Scott, MD, Chair of Rotary’s PolioPlus programme, observed in his message.
“Rotary invites everyone, private citizens, businesses,
non-profits, to join us in this historic effort. Only one other human disease
(smallpox) has ever been beaten. Now is our best chance ever to make polio the
second,” he stressed.
Rotary clubs in every region of the world have planned an
array of activities on or leading up to World Polio Day.
Rotary clubs in India planned a nationwide series
of outdoor illuminations carrying Rotary’s “End Polio Now” message on World
Polio Day. In January, India
will celebrate three years of no new polio cases, a huge milestone for a country
once considered to harbor the most serious challenges to eradication.
Scores of Rotary clubs worldwide working with local schools
to organize Purple Clothes Days encouraged each student to wear a purple item
of clothing and make a small donation to Rotary’s polio eradication program.
The concept began with Rotary clubs in England,
inspired by the purple dye that health workers in polio-affected countries
place on children’s pinky fingers to show they have received the oral polio
vaccine. Similarly, many Rotary clubs in England,
Kenya
and elsewhere are selling fabric “purple crocus” lapel pins in support of polio
eradication.
In Kenya,
Rotary clubs will work with partnering agencies and the national government to
use World Polio Day to launch the next round of national polio immunization
activities in early November, a campaign deemed critical due to the recent
outbreak of imported cases throughout the Horn of Africa.
Rotary clubs in Lagos,
Nigeria, will
be partnering with the Cycology Riding Club to do a six-hour relay bicycle ride
to promote World Polio Day and the national immunization rounds set for early
November.
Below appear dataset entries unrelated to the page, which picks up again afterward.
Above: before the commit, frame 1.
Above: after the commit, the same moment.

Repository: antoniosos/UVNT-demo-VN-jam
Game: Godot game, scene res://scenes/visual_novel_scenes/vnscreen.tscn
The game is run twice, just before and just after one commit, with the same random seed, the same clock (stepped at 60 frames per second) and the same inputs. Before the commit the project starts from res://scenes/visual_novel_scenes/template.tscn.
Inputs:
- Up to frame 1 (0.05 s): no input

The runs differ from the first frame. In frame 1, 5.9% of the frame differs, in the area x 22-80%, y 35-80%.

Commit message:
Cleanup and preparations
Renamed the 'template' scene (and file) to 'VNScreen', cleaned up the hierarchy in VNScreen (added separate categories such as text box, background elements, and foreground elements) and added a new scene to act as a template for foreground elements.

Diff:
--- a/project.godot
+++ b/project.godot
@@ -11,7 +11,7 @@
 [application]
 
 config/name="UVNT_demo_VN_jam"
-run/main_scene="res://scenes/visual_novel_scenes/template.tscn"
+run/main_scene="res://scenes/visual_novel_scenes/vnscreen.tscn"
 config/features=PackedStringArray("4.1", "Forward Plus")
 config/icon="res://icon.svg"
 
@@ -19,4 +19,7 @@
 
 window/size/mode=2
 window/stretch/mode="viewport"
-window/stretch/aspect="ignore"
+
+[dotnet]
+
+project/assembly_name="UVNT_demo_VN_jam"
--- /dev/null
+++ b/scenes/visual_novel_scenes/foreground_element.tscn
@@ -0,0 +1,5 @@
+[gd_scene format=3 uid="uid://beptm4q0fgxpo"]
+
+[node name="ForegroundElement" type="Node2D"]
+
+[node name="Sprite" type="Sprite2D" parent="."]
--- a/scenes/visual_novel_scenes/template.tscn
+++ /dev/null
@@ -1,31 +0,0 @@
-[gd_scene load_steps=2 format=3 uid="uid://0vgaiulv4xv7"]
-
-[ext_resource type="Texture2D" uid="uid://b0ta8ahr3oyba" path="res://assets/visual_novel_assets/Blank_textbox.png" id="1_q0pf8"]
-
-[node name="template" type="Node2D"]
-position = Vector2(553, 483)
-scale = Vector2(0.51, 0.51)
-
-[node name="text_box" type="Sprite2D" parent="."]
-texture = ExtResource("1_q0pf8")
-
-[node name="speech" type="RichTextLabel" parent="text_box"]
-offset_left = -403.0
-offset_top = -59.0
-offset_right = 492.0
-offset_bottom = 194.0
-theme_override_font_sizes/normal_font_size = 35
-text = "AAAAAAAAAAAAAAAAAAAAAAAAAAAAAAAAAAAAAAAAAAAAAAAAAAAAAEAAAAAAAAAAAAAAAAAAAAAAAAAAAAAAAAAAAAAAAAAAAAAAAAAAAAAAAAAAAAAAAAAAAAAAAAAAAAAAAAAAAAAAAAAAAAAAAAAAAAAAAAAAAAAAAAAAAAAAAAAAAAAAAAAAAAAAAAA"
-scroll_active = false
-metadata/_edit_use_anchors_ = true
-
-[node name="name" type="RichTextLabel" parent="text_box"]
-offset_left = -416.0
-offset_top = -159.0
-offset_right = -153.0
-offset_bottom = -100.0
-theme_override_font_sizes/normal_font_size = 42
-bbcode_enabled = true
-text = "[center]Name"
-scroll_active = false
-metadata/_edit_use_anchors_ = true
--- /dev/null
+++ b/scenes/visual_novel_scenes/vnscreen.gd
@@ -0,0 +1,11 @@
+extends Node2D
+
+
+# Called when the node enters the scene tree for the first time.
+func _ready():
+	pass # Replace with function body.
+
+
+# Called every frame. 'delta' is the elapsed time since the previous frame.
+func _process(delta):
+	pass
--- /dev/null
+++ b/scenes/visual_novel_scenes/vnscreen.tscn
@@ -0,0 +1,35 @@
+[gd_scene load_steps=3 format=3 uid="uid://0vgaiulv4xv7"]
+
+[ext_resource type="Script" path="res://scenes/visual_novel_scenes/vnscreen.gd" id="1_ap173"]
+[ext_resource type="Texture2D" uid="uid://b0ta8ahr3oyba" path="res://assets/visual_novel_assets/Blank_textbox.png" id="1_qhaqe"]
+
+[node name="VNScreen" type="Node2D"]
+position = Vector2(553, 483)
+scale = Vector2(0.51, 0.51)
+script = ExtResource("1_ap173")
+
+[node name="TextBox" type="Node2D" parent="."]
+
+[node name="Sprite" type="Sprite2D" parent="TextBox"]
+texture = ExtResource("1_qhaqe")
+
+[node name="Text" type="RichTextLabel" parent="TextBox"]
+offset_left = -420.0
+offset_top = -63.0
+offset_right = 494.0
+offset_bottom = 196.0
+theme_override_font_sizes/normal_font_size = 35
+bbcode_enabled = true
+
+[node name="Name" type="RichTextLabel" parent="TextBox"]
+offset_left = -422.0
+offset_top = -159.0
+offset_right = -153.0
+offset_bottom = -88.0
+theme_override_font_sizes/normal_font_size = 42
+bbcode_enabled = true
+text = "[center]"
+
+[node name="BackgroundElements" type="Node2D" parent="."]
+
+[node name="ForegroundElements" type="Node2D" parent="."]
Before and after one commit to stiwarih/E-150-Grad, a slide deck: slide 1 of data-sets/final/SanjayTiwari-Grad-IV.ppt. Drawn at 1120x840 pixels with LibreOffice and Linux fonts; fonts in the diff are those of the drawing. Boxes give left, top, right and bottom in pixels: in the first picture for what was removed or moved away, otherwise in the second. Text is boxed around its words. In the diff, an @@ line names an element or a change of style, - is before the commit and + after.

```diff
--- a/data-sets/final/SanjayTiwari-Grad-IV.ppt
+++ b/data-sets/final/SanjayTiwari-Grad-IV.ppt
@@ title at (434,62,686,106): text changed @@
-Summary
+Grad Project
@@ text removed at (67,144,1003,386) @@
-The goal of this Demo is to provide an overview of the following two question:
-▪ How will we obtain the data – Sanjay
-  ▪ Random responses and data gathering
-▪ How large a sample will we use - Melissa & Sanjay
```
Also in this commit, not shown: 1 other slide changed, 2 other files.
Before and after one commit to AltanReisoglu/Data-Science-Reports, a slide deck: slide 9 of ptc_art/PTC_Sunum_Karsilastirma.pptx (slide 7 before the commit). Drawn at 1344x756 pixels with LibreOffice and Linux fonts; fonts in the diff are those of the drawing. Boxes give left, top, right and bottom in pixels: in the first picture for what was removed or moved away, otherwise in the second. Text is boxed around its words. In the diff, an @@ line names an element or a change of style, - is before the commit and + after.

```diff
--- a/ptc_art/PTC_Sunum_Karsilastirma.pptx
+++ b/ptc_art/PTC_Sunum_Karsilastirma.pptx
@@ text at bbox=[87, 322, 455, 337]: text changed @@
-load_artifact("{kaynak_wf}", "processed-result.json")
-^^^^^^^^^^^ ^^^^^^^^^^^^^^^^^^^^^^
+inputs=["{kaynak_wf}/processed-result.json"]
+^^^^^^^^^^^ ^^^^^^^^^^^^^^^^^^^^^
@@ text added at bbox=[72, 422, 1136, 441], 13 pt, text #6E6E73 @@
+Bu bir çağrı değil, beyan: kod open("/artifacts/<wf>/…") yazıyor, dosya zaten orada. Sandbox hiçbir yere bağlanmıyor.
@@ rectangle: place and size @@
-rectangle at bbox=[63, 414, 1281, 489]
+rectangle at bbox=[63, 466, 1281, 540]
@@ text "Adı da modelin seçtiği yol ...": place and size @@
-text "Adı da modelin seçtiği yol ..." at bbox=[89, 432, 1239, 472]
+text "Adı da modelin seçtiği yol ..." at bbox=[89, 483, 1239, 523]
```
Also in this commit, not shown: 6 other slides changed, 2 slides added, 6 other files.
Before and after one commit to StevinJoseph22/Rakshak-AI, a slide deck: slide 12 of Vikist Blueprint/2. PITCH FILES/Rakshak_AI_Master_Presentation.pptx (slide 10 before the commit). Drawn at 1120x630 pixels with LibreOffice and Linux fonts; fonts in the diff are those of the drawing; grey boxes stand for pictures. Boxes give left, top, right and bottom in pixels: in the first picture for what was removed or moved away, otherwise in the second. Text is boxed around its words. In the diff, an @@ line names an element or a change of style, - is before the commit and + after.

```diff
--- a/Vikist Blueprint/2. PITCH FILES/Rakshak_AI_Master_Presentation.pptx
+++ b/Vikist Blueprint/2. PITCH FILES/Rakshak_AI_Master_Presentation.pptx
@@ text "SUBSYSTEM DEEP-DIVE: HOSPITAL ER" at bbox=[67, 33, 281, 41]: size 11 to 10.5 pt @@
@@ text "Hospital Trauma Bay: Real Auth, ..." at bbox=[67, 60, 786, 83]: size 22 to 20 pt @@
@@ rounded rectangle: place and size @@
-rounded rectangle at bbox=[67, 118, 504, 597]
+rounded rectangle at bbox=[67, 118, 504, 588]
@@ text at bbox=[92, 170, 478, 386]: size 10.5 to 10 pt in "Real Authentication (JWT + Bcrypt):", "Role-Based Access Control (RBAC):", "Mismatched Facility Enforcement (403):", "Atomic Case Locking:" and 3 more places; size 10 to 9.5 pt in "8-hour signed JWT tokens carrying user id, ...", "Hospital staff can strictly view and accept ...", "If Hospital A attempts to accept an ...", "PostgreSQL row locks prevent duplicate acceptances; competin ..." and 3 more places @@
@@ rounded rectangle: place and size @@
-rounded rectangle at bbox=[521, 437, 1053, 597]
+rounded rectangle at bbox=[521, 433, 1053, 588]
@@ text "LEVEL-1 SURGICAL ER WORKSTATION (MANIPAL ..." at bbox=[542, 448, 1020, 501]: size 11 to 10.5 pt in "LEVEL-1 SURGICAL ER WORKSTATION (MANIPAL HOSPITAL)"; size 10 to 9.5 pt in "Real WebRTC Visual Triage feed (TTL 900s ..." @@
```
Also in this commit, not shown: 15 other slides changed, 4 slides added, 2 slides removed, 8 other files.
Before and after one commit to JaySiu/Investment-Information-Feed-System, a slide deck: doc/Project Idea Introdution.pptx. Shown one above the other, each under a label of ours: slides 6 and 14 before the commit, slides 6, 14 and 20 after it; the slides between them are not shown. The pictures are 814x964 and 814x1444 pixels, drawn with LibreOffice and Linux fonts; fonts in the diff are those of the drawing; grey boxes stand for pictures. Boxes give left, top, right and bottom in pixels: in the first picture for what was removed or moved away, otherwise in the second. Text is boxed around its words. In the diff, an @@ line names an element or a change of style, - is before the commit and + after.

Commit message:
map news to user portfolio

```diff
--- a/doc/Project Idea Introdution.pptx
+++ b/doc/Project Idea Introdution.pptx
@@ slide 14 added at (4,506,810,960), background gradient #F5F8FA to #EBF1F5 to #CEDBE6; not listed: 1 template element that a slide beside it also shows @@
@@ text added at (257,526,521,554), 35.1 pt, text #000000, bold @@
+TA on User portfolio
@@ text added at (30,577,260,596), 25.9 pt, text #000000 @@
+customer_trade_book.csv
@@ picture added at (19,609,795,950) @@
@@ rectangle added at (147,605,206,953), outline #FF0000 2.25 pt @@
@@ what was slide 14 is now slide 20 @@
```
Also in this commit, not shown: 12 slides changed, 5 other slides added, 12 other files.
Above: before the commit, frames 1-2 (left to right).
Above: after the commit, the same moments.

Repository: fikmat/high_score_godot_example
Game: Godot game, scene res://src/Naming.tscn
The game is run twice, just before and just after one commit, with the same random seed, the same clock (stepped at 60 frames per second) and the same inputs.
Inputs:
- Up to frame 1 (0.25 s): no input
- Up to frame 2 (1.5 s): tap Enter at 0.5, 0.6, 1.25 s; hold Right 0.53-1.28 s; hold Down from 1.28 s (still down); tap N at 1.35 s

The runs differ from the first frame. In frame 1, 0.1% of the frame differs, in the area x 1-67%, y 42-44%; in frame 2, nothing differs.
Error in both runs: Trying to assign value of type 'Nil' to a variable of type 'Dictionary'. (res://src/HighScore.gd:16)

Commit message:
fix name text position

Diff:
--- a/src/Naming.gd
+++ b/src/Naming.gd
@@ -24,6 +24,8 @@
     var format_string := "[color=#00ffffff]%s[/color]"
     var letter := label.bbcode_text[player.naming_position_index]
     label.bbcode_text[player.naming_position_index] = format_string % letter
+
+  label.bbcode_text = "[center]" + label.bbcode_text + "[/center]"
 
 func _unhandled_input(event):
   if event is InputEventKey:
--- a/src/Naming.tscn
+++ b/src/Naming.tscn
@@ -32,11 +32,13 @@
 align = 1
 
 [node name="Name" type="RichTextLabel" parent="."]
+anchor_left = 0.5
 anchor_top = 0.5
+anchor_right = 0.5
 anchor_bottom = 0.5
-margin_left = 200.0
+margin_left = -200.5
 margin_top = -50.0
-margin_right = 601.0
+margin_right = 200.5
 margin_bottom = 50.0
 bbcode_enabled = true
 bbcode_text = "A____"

The event is reportedly Nigeria’s first-ever bike-a-thon.
In partnership with UNICEF, Rotary clubs in Pakistan,
another polio-endemic country, on World Polio Day will begin distributing 5,000
copies of a 16-page “speaking book” that health workers and parents can use to
teach young children the importance of polio vaccinations and basic hygiene.
The audio version of the text is in the regional languages of Urdu and Pashto.
In Spain
and Portugal,
Rotary clubs are generating public support for polio eradication via the
crowd-speaking platform, Thunderclap, in a campaign that concludes on World
Polio Day.
Historically, Rotary had helped launch the Global Polio
Eradication Initiative with the WHO, UNICEF, and the U.S. Centers for Disease
Control and Prevention. Since then, Rotary club members worldwide have
contributed more than $1.2 billion and countless volunteer hours to the polio
eradication effort.
Overall, the annual number of new polio cases has plummeted
by more than 99 percent since the 1980s, when polio infected about 350,000
children a year. Only 223 new cases were recorded for all of 2012. More than
two billion children have been immunized in 122 countries, preventing five
million cases of paralysis and 250,000 deaths. Polio today remains endemic in
only three countries, Afghanistan,
Nigeria and Pakistan,
although “imported” cases in previously polio-free areas, such as the Horn of
Africa, will continue to occur until the virus is finally stopped in the
endemic countries.
Rotary is a global network of volunteer leaders dedicated to
tackling the world’s most pressing humanitarian challenges. Rotary’s 1.2
million members hail from more than 200 countries and geographical areas. Their
work improves lives at both the local and international levels, from helping
families in need in their own communities to working toward a polio-free world.